Any machine on a network or on the internet that uses the Internet Protocol is prone to IP spoofing attacks. An IP spoofing attack is a sophisticated way by which a machine falsely authenticates itself as another machine. The machine sends forged packets similar to those that could have been sent by the authentic machine.
IP spoofing works on the two basic issues of inter network systems; trust and authentication. The attacker earns trust from the destination machine by faking packages similar to a trusted source. The attacking machine is authenticated based on this trust. The relationship between trust and authentication is inverse in that, the more trust there is between a source and destination of a network package, the less the need for authentication and vice versa. This is a basic flaw in Transmission Transfer Protocol/Internet Protocol suite that allows IP spoofing.

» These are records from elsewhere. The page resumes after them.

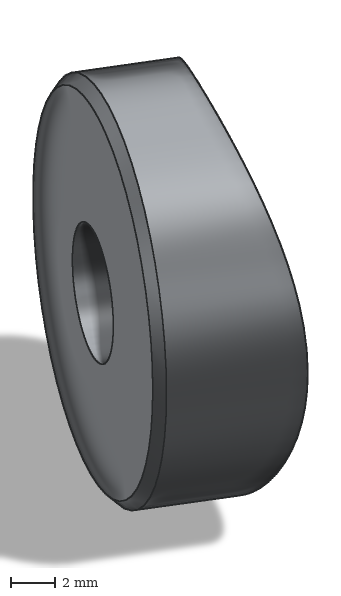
import cadquery as cq

disc_diameter = 20
bore_diameter = 6.5
chamfer_size = 0.5
thickness_at_axis = 5
tube_diameter = 48.3
blank_thickness = 2 * thickness_at_axis


def disc_blank():
    """Disc running along +Y, chamfered around its flat face."""
    disc = (
        cq.Workplane("XZ")
        .circle(disc_diameter / 2)
        .extrude(-blank_thickness)
    )
    return disc.faces("<Y").chamfer(chamfer_size)


def bore():
    """Plain hole along the disc axis."""
    return (
        cq.Workplane("XZ")
        .circle(bore_diameter / 2)
        .extrude(-blank_thickness)
    )


def saddle_tube():
    """Cylinder along Z whose near side touches the saddle's lowest line."""
    tube_axis_y = thickness_at_axis + tube_diameter / 2
    return (
        cq.Workplane("XY")
        .center(0, tube_axis_y)
        .circle(tube_diameter / 2)
        .extrude(disc_diameter, both=True)
    )


result = disc_blank().cut(saddle_tube()).cut(bore())

To spoof a computer, the attacker first identifies a pair of connected machines to attack. The attacker deactivates one of the pair it intends to mimic. This could be done by performing a SYN flood, a Ping of Death attack or any denial-of-service attack. Once the host machine is asleep, the attacker forges the IP address of the machine it is pretending to be and connects to the other in the pair with the assumed identity. The only problem here is that, the attacker must be able to correctly guess the correct sequence of packet identities. Once this is done, the machine is correctly spoofed.
IP spoofing could cost owners of victim machines lots of money, in terms of the amount of information copied. One portion of the cost could also result from the amount data corrupted or the cost of damage caused to the machine. It could cost businesses if their valuable data such as strategic information is copied and sold to their competitors. This could result in lost of goodwill and money to the business. The loss of valuable document . could also be deadly to a business.

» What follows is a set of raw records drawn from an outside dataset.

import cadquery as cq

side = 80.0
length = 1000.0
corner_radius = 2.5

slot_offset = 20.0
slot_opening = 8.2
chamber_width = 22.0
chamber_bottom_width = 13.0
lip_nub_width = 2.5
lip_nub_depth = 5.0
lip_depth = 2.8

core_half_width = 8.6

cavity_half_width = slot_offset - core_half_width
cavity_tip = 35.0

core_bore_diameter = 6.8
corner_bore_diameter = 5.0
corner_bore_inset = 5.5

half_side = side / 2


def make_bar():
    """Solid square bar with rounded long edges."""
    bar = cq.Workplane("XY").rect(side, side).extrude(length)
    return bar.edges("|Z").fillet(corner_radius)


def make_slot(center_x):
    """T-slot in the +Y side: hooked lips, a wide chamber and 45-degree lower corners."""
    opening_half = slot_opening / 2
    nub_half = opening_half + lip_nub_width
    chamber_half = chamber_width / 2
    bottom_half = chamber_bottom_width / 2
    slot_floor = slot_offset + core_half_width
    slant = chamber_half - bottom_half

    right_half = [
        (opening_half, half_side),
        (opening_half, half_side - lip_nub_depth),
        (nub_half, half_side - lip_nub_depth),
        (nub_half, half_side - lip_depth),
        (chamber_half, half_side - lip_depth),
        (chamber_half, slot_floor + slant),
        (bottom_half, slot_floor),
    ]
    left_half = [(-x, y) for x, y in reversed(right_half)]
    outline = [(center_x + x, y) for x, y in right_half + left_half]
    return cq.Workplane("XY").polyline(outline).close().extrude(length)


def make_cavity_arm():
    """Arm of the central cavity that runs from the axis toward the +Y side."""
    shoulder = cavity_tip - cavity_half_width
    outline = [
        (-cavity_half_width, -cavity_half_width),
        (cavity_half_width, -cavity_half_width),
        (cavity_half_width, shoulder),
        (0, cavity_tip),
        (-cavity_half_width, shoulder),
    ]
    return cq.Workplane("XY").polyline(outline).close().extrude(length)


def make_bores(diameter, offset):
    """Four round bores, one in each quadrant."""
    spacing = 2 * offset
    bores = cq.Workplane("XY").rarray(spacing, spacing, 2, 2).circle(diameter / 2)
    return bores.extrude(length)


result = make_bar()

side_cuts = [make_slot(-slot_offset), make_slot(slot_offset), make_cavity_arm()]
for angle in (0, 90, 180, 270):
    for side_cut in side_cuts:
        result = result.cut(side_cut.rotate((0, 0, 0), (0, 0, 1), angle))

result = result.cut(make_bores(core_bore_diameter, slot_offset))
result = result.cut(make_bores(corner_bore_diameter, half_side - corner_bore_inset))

IP spoofing has been categorized based on the methods used. Blind spoofing occurs when only one machine in the pair being attacked is visible to the attacker. Active spoofing occurs when the attacker can see both machines in the communication pair, observes their communication pattern and then responds accordingly. Other types of spoofing are Address Resolution Table spoofing, Web spoofing and Domain Name System spoofing.
There are software tools available that could be used for spoofing. Apsend supports Transmission Transfer Protocol, Internet Protocol, UDP and ICMP. It can be used to perform SYN flood attacks, UDP flood attacks and ping flood attacks. Ettercap is another powerful tool for spoofing. It does Address Resolution Table poisoning and packet filtering. Arpspoof is part of the dsniff suite and does ARP spoofing.
To avoid attacks on machines, trusted relationships must be on some other parameter other than the IP address only. Use TCP wrappers on Linux systems and change system permission on Windows systems. Use encrypted and secured protocols for communication and use random ISN numbers that cannot easily be guessed.